TASK TO COMPLETE: Skip the pictures, and retype the data below in full, exactly.

+ + + + + + +

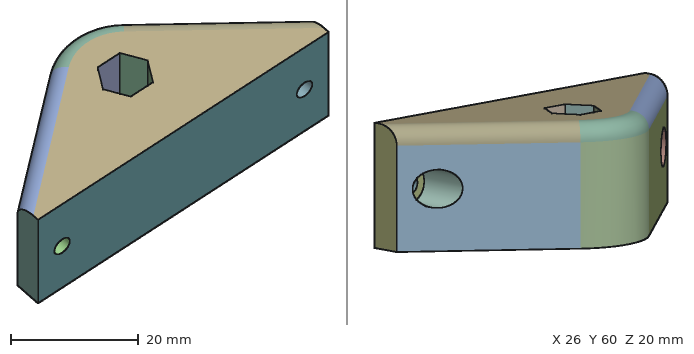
import cadquery as cq
import math

length = 60.0
height = 20.0
depth = 26.0
end_thickness = 5.0
nose_radius = 12.0
top_fillet = 3.0
hex_across_flats = 8.0
screw_diameter = 3.2
head_diameter = 6.1
head_floor_thickness = 3.0
screw_end_distance = 5.0

half_length = length / 2
nose_center_x = nose_radius - depth

corner_dx = -end_thickness - nose_center_x
corner_distance = math.hypot(corner_dx, half_length)
corner_angle = math.atan2(half_length, corner_dx)
tangent_angle = corner_angle + math.acos(nose_radius / corner_distance)
tangent_x = nose_center_x + nose_radius * math.cos(tangent_angle)
tangent_y = nose_radius * math.sin(tangent_angle)


def make_body():
    """Extrude the outline and round the top edge of the slopes and nose."""
    body = (
        cq.Workplane("XY")
        .moveTo(0, -half_length)
        .lineTo(-end_thickness, -half_length)
        .lineTo(tangent_x, -tangent_y)
        .threePointArc((-depth, 0), (tangent_x, tangent_y))
        .lineTo(-end_thickness, half_length)
        .lineTo(0, half_length)
        .close()
        .extrude(height)
    )
    edge_box = cq.selectors.BoxSelector(
        (-depth, -half_length, height - top_fillet),
        (-end_thickness, half_length, height + top_fillet),
    )
    return body.faces(">Z").edges(edge_box).fillet(top_fillet)


def make_hex_hole():
    """Vertical hexagonal hole with two flats facing along X."""
    across_corners = hex_across_flats / math.cos(math.pi / 6)
    return (
        cq.Workplane("XY")
        .center(nose_center_x, 0)
        .transformed(rotate=(0, 0, 90))
        .polygon(6, across_corners)
        .extrude(height)
    )


def make_screw_hole(y):
    """Counterbored hole along X, entered from the sloped side."""
    axis_plane = cq.Workplane("YZ").center(y, height / 2)
    shank = axis_plane.circle(screw_diameter / 2).extrude(-depth)
    head = (
        axis_plane.workplane(offset=-head_floor_thickness)
        .circle(head_diameter / 2)
        .extrude(head_floor_thickness - depth)
    )
    return shank.union(head)


result = make_body().cut(make_hex_hole())
for side in (-1, 1):
    result = result.cut(make_screw_hole(side * (half_length - screw_end_distance)))
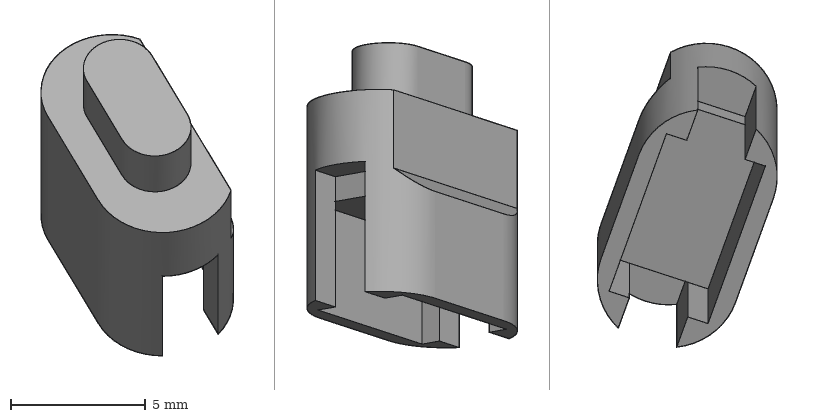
import cadquery as cq

body_length = 9.6
body_width = 5.3
body_height = 7.75

total_height = 10.0
plunger_length = 5.7
plunger_width = 2.7

relief_depth = 0.65
relief_bottom = 4.1

cavity_length = 6.55
cavity_width = 3.9
cavity_height = 4.05
slot_width = 2.3
slot_height = 5.0


def stadium(length, width, bottom, top):
    """Round-ended prism along X, between two heights."""
    return cq.Workplane("XY", origin=(0, 0, bottom)).slot2D(length, width).extrude(top - bottom)


def box(length, width, height, x_center=0.0):
    """Box standing on Z = 0, centred on Y = 0."""
    return cq.Workplane("XY").center(x_center, 0).rect(length, width).extrude(height)


def side_relief():
    """Cutter for the +Y flat and its 45 degree ramp, over the full length."""
    outer_y = body_width / 2
    flat_y = outer_y - relief_depth
    return (
        cq.Workplane("YZ")
        .moveTo(outer_y, relief_bottom)
        .lineTo(flat_y, relief_bottom + relief_depth)
        .lineTo(flat_y, body_height)
        .lineTo(outer_y, body_height)
        .close()
        .extrude(body_length / 2, both=True)
    )


def end_slot(side):
    """Cutter from the cavity end wall out through one end; side is -1 or +1."""
    slot_length = (body_length - cavity_length) / 2
    slot_center = side * (cavity_length + slot_length) / 2
    return box(slot_length, slot_width, slot_height, slot_center)


body = stadium(body_length, body_width, 0, body_height)
body = body.cut(side_relief())
body = body.cut(box(cavity_length, cavity_width, cavity_height))
for side in (-1, 1):
    body = body.cut(end_slot(side))

plunger = stadium(plunger_length, plunger_width, body_height, total_height)
result = body.union(plunger)
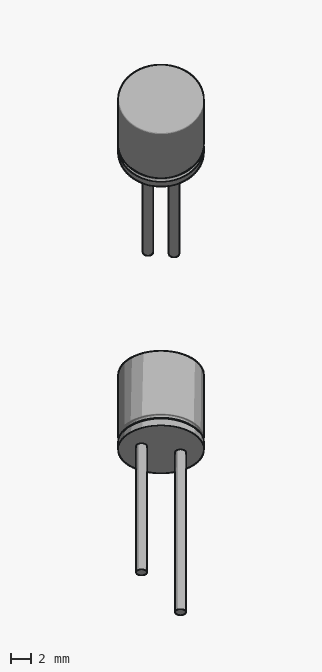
import cadquery as cq
import math

total_height = 28.0
body_radius = 4.25
body_height = 9.0
top_round = 0.2
body_bottom = total_height - body_height

groove_depth = 0.25
base_height = 1.1
floor_height = 0.1
lip_round = 0.08

lead_diameter = 1.1
lead_spacing = 4.0
long_lead_length = body_bottom
short_lead_length = 15.0

groove_floor_radius = body_radius - groove_depth
joint_z = body_bottom + base_height
arc_inset = 1 - math.sqrt(0.5)


def revolve_profile(profile):
    """Turn a closed half-section, drawn in X and Z, around the Z axis."""
    return profile.close().revolve(360, (0, 0, 0), (0, 1, 0))


def make_base():
    """Base disc whose upper edge flares out of the groove floor in a concave quarter arc."""
    rim_z = joint_z - groove_depth
    flare_middle = (
        groove_floor_radius + groove_depth * arc_inset,
        joint_z - groove_depth * (1 - arc_inset),
    )
    profile = (
        cq.Workplane("XZ")
        .moveTo(0, body_bottom)
        .lineTo(body_radius, body_bottom)
        .lineTo(body_radius, rim_z)
        .threePointArc(flare_middle, (groove_floor_radius, joint_z))
        .lineTo(0, joint_z)
    )
    return revolve_profile(profile)


def make_can():
    """Can with a rounded top edge and an S-shaped lip above the groove floor."""
    floor_top_z = joint_z + floor_height
    cove_radius = groove_depth - lip_round
    lip_z = floor_top_z + cove_radius
    lip_radius = body_radius - lip_round
    cove_middle = (
        groove_floor_radius + cove_radius * arc_inset,
        lip_z - cove_radius * arc_inset,
    )
    lip_middle = (body_radius - lip_round * arc_inset, lip_z + lip_round * arc_inset)
    top_middle = (body_radius - top_round * arc_inset, total_height - top_round * arc_inset)
    profile = (
        cq.Workplane("XZ")
        .moveTo(0, joint_z)
        .lineTo(groove_floor_radius, joint_z)
        .lineTo(groove_floor_radius, floor_top_z)
        .threePointArc(cove_middle, (lip_radius, lip_z))
        .threePointArc(lip_middle, (body_radius, lip_z + lip_round))
        .lineTo(body_radius, total_height - top_round)
        .threePointArc(top_middle, (body_radius - top_round, total_height))
        .lineTo(0, total_height)
    )
    return revolve_profile(profile)


def make_lead(x, length):
    """Straight round lead hanging from the flat underside of the base."""
    return (
        cq.Workplane("XY", origin=(x, 0, body_bottom - length))
        .circle(lead_diameter / 2)
        .extrude(length)
    )


base = make_base()
can = make_can()

lead_places = [(-lead_spacing / 2, long_lead_length), (lead_spacing / 2, short_lead_length)]
leads = [make_lead(x, length) for x, length in lead_places]

result = cq.Compound.makeCompound([base.val(), can.val(), *[lead.val() for lead in leads]])

+ + + + + + +

THE ANSWER:
import cadquery as cq
import math

length = 60.0
height = 20.0
depth = 26.0
end_thickness = 5.0
nose_radius = 12.0
top_fillet = 3.0
hex_across_flats = 8.0
screw_diameter = 3.2
head_diameter = 6.1
head_floor_thickness = 3.0
screw_end_distance = 5.0

half_length = length / 2
nose_center_x = nose_radius - depth

corner_dx = -end_thickness - nose_center_x
corner_distance = math.hypot(corner_dx, half_length)
corner_angle = math.atan2(half_length, corner_dx)
tangent_angle = corner_angle + math.acos(nose_radius / corner_distance)
tangent_x = nose_center_x + nose_radius * math.cos(tangent_angle)
tangent_y = nose_radius * math.sin(tangent_angle)


def make_body():
    """Extrude the outline and round the top edge of the slopes and nose."""
    body = (
        cq.Workplane("XY")
        .moveTo(0, -half_length)
        .lineTo(-end_thickness, -half_length)
        .lineTo(tangent_x, -tangent_y)
        .threePointArc((-depth, 0), (tangent_x, tangent_y))
        .lineTo(-end_thickness, half_length)
        .lineTo(0, half_length)
        .close()
        .extrude(height)
    )
    edge_box = cq.selectors.BoxSelector(
        (-depth, -half_length, height - top_fillet),
        (-end_thickness, half_length, height + top_fillet),
    )
    return body.faces(">Z").edges(edge_box).fillet(top_fillet)


def make_hex_hole():
    """Vertical hexagonal hole with two flats facing along X."""
    across_corners = hex_across_flats / math.cos(math.pi / 6)
    return (
        cq.Workplane("XY")
        .center(nose_center_x, 0)
        .transformed(rotate=(0, 0, 90))
        .polygon(6, across_corners)
        .extrude(height)
    )


def make_screw_hole(y):
    """Counterbored hole along X, entered from the sloped side."""
    axis_plane = cq.Workplane("YZ").center(y, height / 2)
    shank = axis_plane.circle(screw_diameter / 2).extrude(-depth)
    head = (
        axis_plane.workplane(offset=-head_floor_thickness)
        .circle(head_diameter / 2)
        .extrude(head_floor_thickness - depth)
    )
    return shank.union(head)


result = make_body().cut(make_hex_hole())
for side in (-1, 1):
    result = result.cut(make_screw_hole(side * (half_length - screw_end_distance)))
import cadquery as cq

body_length = 9.6
body_width = 5.3
body_height = 7.75

total_height = 10.0
plunger_length = 5.7
plunger_width = 2.7

relief_depth = 0.65
relief_bottom = 4.1

cavity_length = 6.55
cavity_width = 3.9
cavity_height = 4.05
slot_width = 2.3
slot_height = 5.0


def stadium(length, width, bottom, top):
    """Round-ended prism along X, between two heights."""
    return cq.Workplane("XY", origin=(0, 0, bottom)).slot2D(length, width).extrude(top - bottom)


def box(length, width, height, x_center=0.0):
    """Box standing on Z = 0, centred on Y = 0."""
    return cq.Workplane("XY").center(x_center, 0).rect(length, width).extrude(height)


def side_relief():
    """Cutter for the +Y flat and its 45 degree ramp, over the full length."""
    outer_y = body_width / 2
    flat_y = outer_y - relief_depth
    return (
        cq.Workplane("YZ")
        .moveTo(outer_y, relief_bottom)
        .lineTo(flat_y, relief_bottom + relief_depth)
        .lineTo(flat_y, body_height)
        .lineTo(outer_y, body_height)
        .close()
        .extrude(body_length / 2, both=True)
    )


def end_slot(side):
    """Cutter from the cavity end wall out through one end; side is -1 or +1."""
    slot_length = (body_length - cavity_length) / 2
    slot_center = side * (cavity_length + slot_length) / 2
    return box(slot_length, slot_width, slot_height, slot_center)


body = stadium(body_length, body_width, 0, body_height)
body = body.cut(side_relief())
body = body.cut(box(cavity_length, cavity_width, cavity_height))
for side in (-1, 1):
    body = body.cut(end_slot(side))

plunger = stadium(plunger_length, plunger_width, body_height, total_height)
result = body.union(plunger)
import cadquery as cq
import math

total_height = 28.0
body_radius = 4.25
body_height = 9.0
top_round = 0.2
body_bottom = total_height - body_height

groove_depth = 0.25
base_height = 1.1
floor_height = 0.1
lip_round = 0.08

lead_diameter = 1.1
lead_spacing = 4.0
long_lead_length = body_bottom
short_lead_length = 15.0

groove_floor_radius = body_radius - groove_depth
joint_z = body_bottom + base_height
arc_inset = 1 - math.sqrt(0.5)


def revolve_profile(profile):
    """Turn a closed half-section, drawn in X and Z, around the Z axis."""
    return profile.close().revolve(360, (0, 0, 0), (0, 1, 0))


def make_base():
    """Base disc whose upper edge flares out of the groove floor in a concave quarter arc."""
    rim_z = joint_z - groove_depth
    flare_middle = (
        groove_floor_radius + groove_depth * arc_inset,
        joint_z - groove_depth * (1 - arc_inset),
    )
    profile = (
        cq.Workplane("XZ")
        .moveTo(0, body_bottom)
        .lineTo(body_radius, body_bottom)
        .lineTo(body_radius, rim_z)
        .threePointArc(flare_middle, (groove_floor_radius, joint_z))
        .lineTo(0, joint_z)
    )
    return revolve_profile(profile)


def make_can():
    """Can with a rounded top edge and an S-shaped lip above the groove floor."""
    floor_top_z = joint_z + floor_height
    cove_radius = groove_depth - lip_round
    lip_z = floor_top_z + cove_radius
    lip_radius = body_radius - lip_round
    cove_middle = (
        groove_floor_radius + cove_radius * arc_inset,
        lip_z - cove_radius * arc_inset,
    )
    lip_middle = (body_radius - lip_round * arc_inset, lip_z + lip_round * arc_inset)
    top_middle = (body_radius - top_round * arc_inset, total_height - top_round * arc_inset)
    profile = (
        cq.Workplane("XZ")
        .moveTo(0, joint_z)
        .lineTo(groove_floor_radius, joint_z)
        .lineTo(groove_floor_radius, floor_top_z)
        .threePointArc(cove_middle, (lip_radius, lip_z))
        .threePointArc(lip_middle, (body_radius, lip_z + lip_round))
        .lineTo(body_radius, total_height - top_round)
        .threePointArc(top_middle, (body_radius - top_round, total_height))
        .lineTo(0, total_height)
    )
    return revolve_profile(profile)


def make_lead(x, length):
    """Straight round lead hanging from the flat underside of the base."""
    return (
        cq.Workplane("XY", origin=(x, 0, body_bottom - length))
        .circle(lead_diameter / 2)
        .extrude(length)
    )


base = make_base()
can = make_can()

lead_places = [(-lead_spacing / 2, long_lead_length), (lead_spacing / 2, short_lead_length)]
leads = [make_lead(x, length) for x, length in lead_places]

result = cq.Compound.makeCompound([base.val(), can.val(), *[lead.val() for lead in leads]])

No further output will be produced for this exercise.